For those of you with solar; would these be worth having for $250-$300. I know the inverters and charge controllers aren't really worth much but would this be a reasonable way for someone to break into the solar field?

solar power generator kits


----------



## PamsPride (Dec 21, 2010)

I was just looking at it earlier today on Amazon and it is going for $270 on there: Solar Panel
If they are willing to negotiate you could get two for the price of one!


----------



## Emerald (Jun 14, 2010)

Those look like the kits that I can get thru the local Menard's. I wondered on them too.


----------



## LincTex (Apr 1, 2011)

Sunforce has been getting a bad reputation for quality...

Go here, and on Post #4 (by NaeKid) are some links to some good panels on ebay.

http://www.preparedsociety.com/forum/f16/off-grid-camp-6977/


----------



## CulexPipiens (Nov 17, 2010)

According to the specs it's a 200 watt power inverter. 

From the Amazon description (of "what's included") there is also no battery... which if there was then you could pull the 200 watts. So, instead, you're limited to the 60 watts that the panels are putting out. Basically you could run one incandescent light bulb from this system during daylight hours when the sun is shining. Or add a battery, charge it up with this setup and then you'd have 200 watts of power which is not much. It's using a modified sine wave inverter which may cause issues with more delicate electronic equipment (a true sine wave inverter is much more costly).

Consider that a low end desktop computer power supply is usally 350 watts with "decent" systems being 500+ watts...and that is not including the display or printer or.... You'd probably be able to run a modest laptop off a charged battery with the included inverter although it would have to be one of the netbook style machines to have a chance at running it direct off this system without a battery. 

Many motorized appliances have an initial "surge" when they start up and then level off on their power draw. If you can find an appliance to run on this system (i.e. low enough power draw) it still may not be able to get enough power to get running even though the system would supply enough once it was running.

If you want to play and learn this is probably a great turn key option to get started. If this is to rely on post SHTF, then look for something else.


----------



## Nadja (Jan 12, 2011)

My feelings on those and others just like them is that they are pure junk. For the dollar spent, you get just about nothing really. To add solar panels to them, you would need to upgrade the charge controller, and to use the power you would need batteries to go along with it. The inverter is the garden varity truck stop type, and would not run anything of any value. So, you would also need to step up on a real inverter. Also, the panel (s) are most likely made in China in some sweat shop where there is no pride in workmanship at all. Still interested in it ? PS. I live on solar totally.


----------



## mosquitomountainman (Jan 25, 2010)

I know of a couple of them in use. They worked okay but are limited. If a person just wants to try a little solar power they're okay as long as you realize their limitations. You have the potential of 60 watts of generating capacity in full sun on arelatively cool day. If you have five hours of direct sunlight you will produce 300 watts of total power. That will run a 100 watt bulb for three hours or a laptop computer drawing 50 watts for six hours. 

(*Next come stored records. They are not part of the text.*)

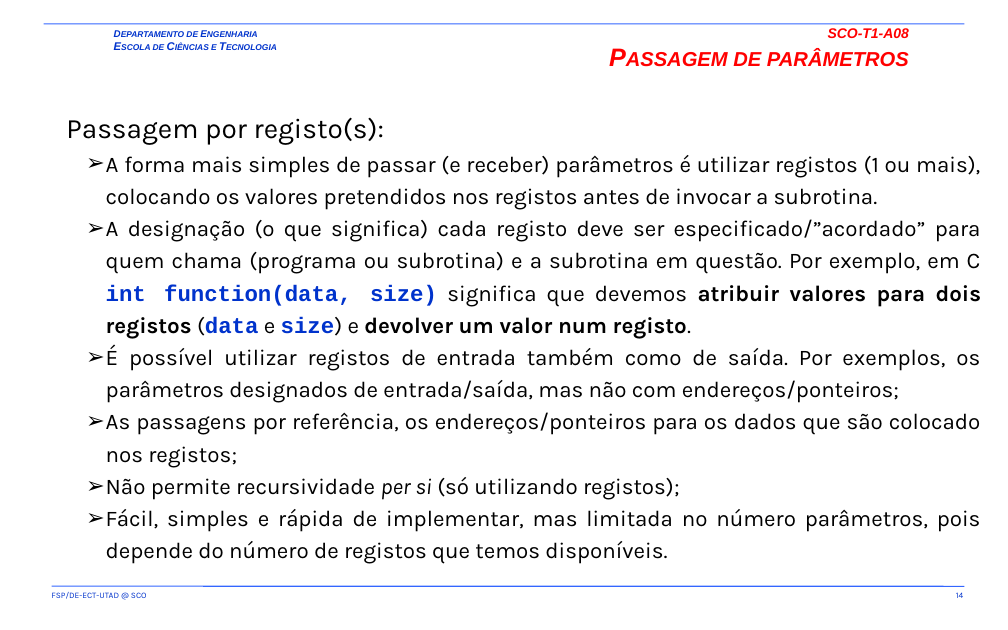
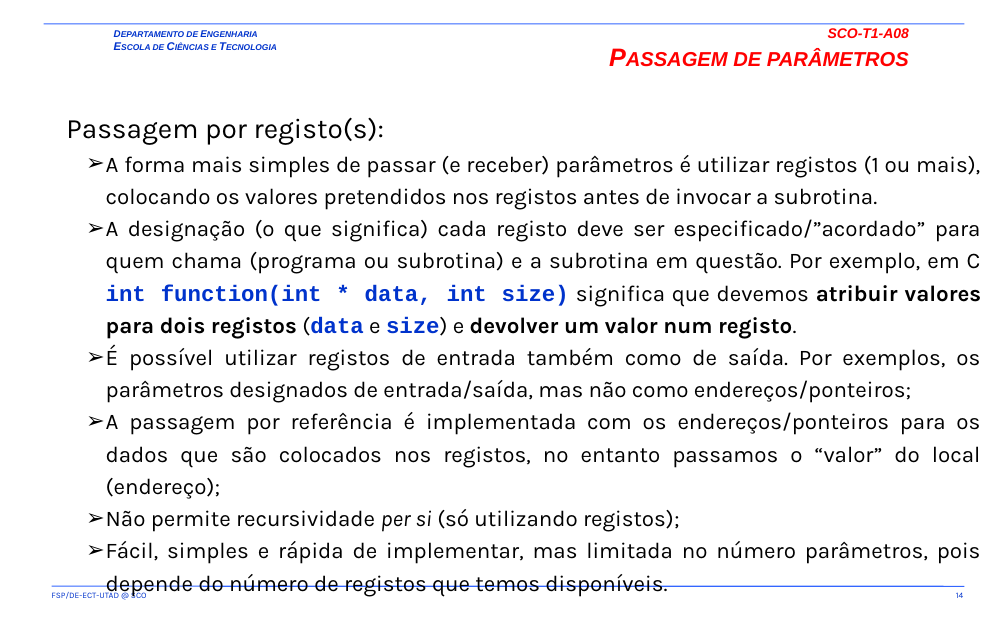
Before and after one commit to fsp864/UTAD-SCO, a slide deck: slide 14 of aulas/t/SCO-T1-A07-A08.pptx. Drawn at 1008x630 pixels with LibreOffice and Linux fonts; fonts in the diff are those of the drawing; background and template pictures are left out. Boxes give left, top, right and bottom in pixels: in the first picture for what was removed or moved away, otherwise in the second. Text is boxed around its words. In the diff, an @@ line names an element or a change of style, - is before the commit and + after.

Commit message:
Updates T1A08/T1A(

```diff
--- a/aulas/t/SCO-T1-A07-A08.pptx
+++ b/aulas/t/SCO-T1-A07-A08.pptx
@@ text at box(106, 219, 982, 499): text changed @@
-  ➢ A designação (o que significa) cada registo deve ser especificado/”acordado” para quem chama (programa ou subrotina) e a subrotina em questão. Por exemplo, em C int function(data, size) significa que devemos atribuir valores para dois registos (data e size) e devolver um valor num registo.
-  ➢ É possível utilizar registos de entrada também como de saída. Por exemplos, os parâmetros designados de entrada/saída, mas não com endereços/ponteiros;
-  ➢ As passagens por referência, os endereços/ponteiros para os dados que são colocado nos registos;
+  ➢ A designação (o que significa) cada registo deve ser especificado/”acordado” para quem chama (programa ou subrotina) e a subrotina em questão. Por exemplo, em C int function(int * data, int size) significa que devemos atribuir valores para dois registos (data e size) e devolver um valor num registo.
+  ➢ É possível utilizar registos de entrada também como de saída. Por exemplos, os parâmetros designados de entrada/saída, mas não como endereços/ponteiros;
+  ➢ A passagem por referência é implementada com os endereços/ponteiros para os dados que são colocados nos registos, no entanto passamos o “valor” do local (endereço);
```
Also in this commit, not shown: 6 other slides changed.

That's the simplified explanation. You'll need a batttery in addition to the package. We know somene who uses a set-up like that with a 12 volt pump to pump water to their garden.

Like Nadja said, they aren't going to be something you can easily add to later. They can give you some entry-level experience with solar power though. The $150.00 price is fair for what you're getting.

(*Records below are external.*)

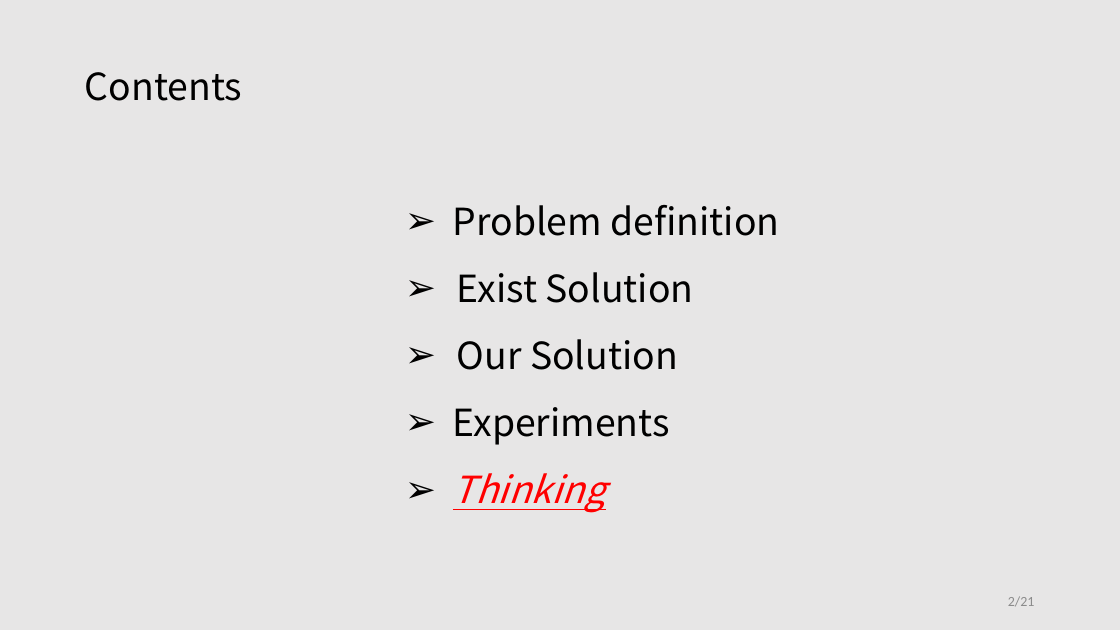
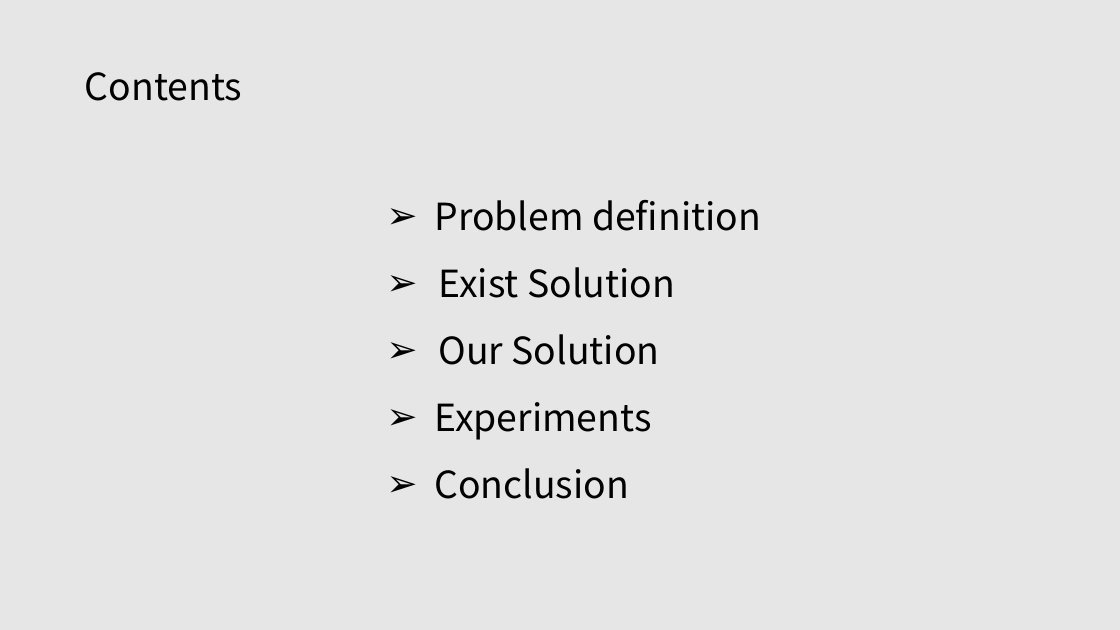
Before and after one commit to tianzhuwei/PPT, a slide deck: slide 2 of Efficient and Progressive GST Search.pptx. Drawn at 1120x630 pixels with LibreOffice and Linux fonts; fonts in the diff are those of the drawing. Boxes give left, top, right and bottom in pixels: in the first picture for what was removed or moved away, otherwise in the second. Text is boxed around its words. In the diff, an @@ line names an element or a change of style, - is before the commit and + after.

```diff
--- a/Efficient and Progressive GST Search.pptx
+++ b/Efficient and Progressive GST Search.pptx
@@ text "Problem definition": place and size @@
-text "Problem definition" at (453,205,779,513)
+text "Problem definition" at (434,200,761,499)
@@ text at (434,468,629,499): text changed; text colour #FF0000 to #000000; italic off @@
-➢ Thinking
+➢ Conclusion
@@ page number removed at (1008,596,1035,606) @@
-2/21
```
Also in this commit, not shown: 6 other slides changed, 4 slides added, 2 slides removed.

A 200 watt inverter won't power much. These inverters have a very low continuous run rating and will overheat and shut-down quickly if you put much of a load on them.

P.S. We live totally on solar too!


----------



## gypsysue (Mar 27, 2010)

Those of us totally on solar know that if the panels aren't facing right at the sun, and/or a cloud goes over the sun, the volts of charge drop dramatically. So your small systems like this one won't even do that 60 watts of potential charging power unless it's clear and the panels are facing the sun. The sun moves. You'd have to turn the little frame repeatedly throughout the day.

We don't have an automatic tracker on our tower of 'real' panels and we step out in the yard several times a day to turn it, like a periscope, basically. It greatly adds to our charge for the day.

I think I'd spend a little more and go to a website like Go Green Solar and order a panel or two (135-wattt panels for around $400) and a small charge controller, get a Wal-mart or Costco (or other) cheap inverter, and go from there. At least you can easily add to that system.

We started with one panel about 6 years ago and finished our system two years ago with a total of 9 panels. Love it!


----------



## Nadja (Jan 12, 2011)

Mosiquitomountainman and Gypsysue, glad you are both off the grid and on solar. Should take a poll and see how many others are lurking around. When people talk about the grid going down for one reason or another, I always kinda chuckle as I don't even know it until I drive into town (26) miles and find out everything is closed because there is no power for the computer cash registars , lights and ac. LOL


----------



## gypsysue (Mar 27, 2010)

Nadja said:


> Mosiquitomountainman and Gypsysue, glad you are both off the grid and on solar. Should take a poll and see how many others are lurking around. When people talk about the grid going down for one reason or another, I always kinda chuckle as I don't even know it until I drive into town (26) miles and find out everything is closed because there is no power for the computer cash registars , lights and ac. LOL


lol Same here! Nice, huh? 

There are at least a handful of us totally off-grid people on the forum. They're kind of laced all through pertinent threads.


----------



## Nadja (Jan 12, 2011)

gypsysue said:


> lol Same here! Nice, huh?
> 
> There are at least a handful of us totally off-grid people on the forum. They're kind of laced all through pertinent threads.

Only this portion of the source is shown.